▶ What to do
In the copy, include no pictures, but reproduce every record exactly.

▶ Supplied information
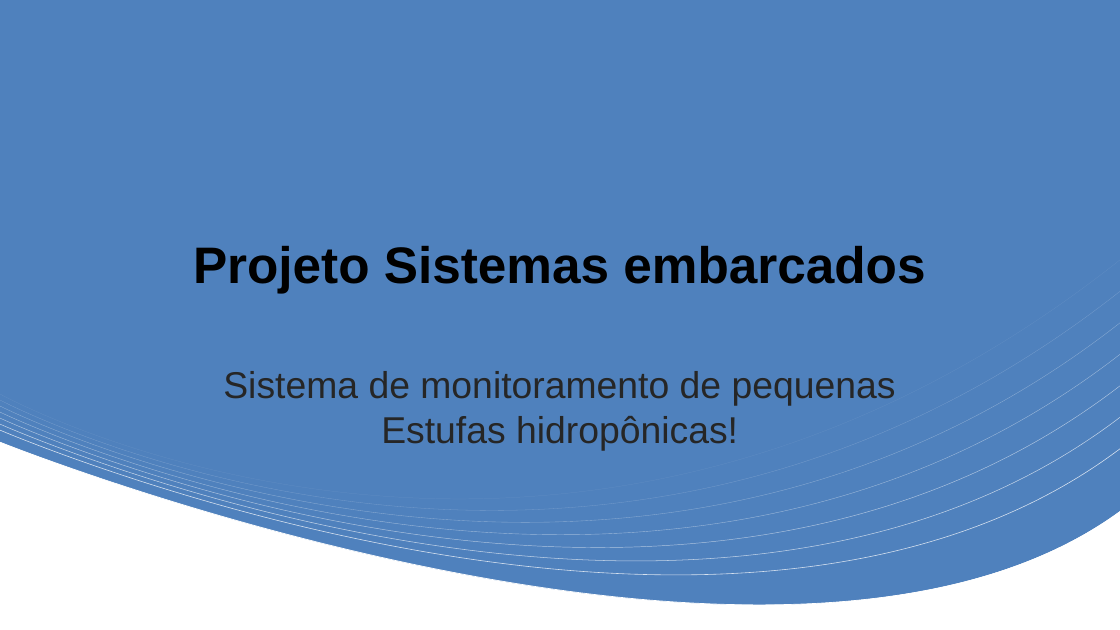
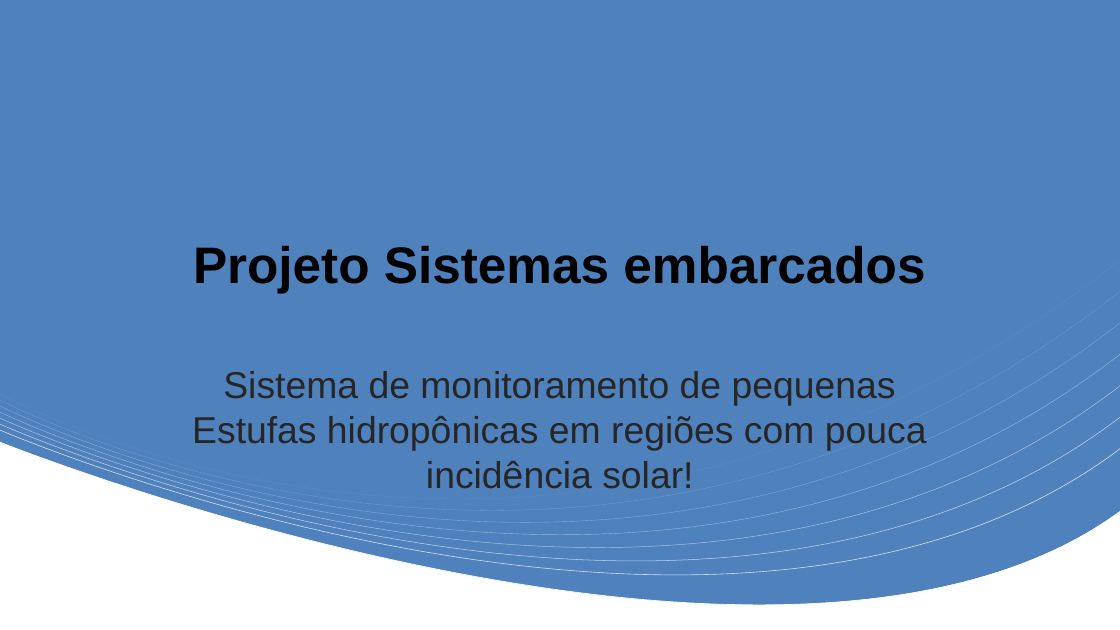
Before and after one commit to NatanBatista/Projeto-estufa-FSE, a slide deck: slide 1 of ApresentaçãoProjeto.pptx. Drawn at 1120x630 pixels with LibreOffice and Linux fonts; fonts in the diff are those of the drawing. Boxes give left, top, right and bottom in pixels: in the first picture for what was removed or moved away, otherwise in the second. Text is boxed around its words. In the diff, an @@ line names an element or a change of style, - is before the commit and + after.

```diff
--- a/ApresentaçãoProjeto.pptx
+++ b/ApresentaçãoProjeto.pptx
@@ subtitle at [192,416,927,489]: text changed @@
-Estufas hidropônicas!
+Estufas hidropônicas em regiões com pouca incidência solar!
```
Also in this commit, not shown: 1 other slide changed.

▶ Solved exercise
Before and after one commit to NatanBatista/Projeto-estufa-FSE, a slide deck: slide 1 of ApresentaçãoProjeto.pptx. Drawn at 1120x630 pixels with LibreOffice and Linux fonts; fonts in the diff are those of the drawing. Boxes give left, top, right and bottom in pixels: in the first picture for what was removed or moved away, otherwise in the second. Text is boxed around its words. In the diff, an @@ line names an element or a change of style, - is before the commit and + after.

```diff
--- a/ApresentaçãoProjeto.pptx
+++ b/ApresentaçãoProjeto.pptx
@@ subtitle at [192,416,927,489]: text changed @@
-Estufas hidropônicas!
+Estufas hidropônicas em regiões com pouca incidência solar!
```
Also in this commit, not shown: 1 other slide changed.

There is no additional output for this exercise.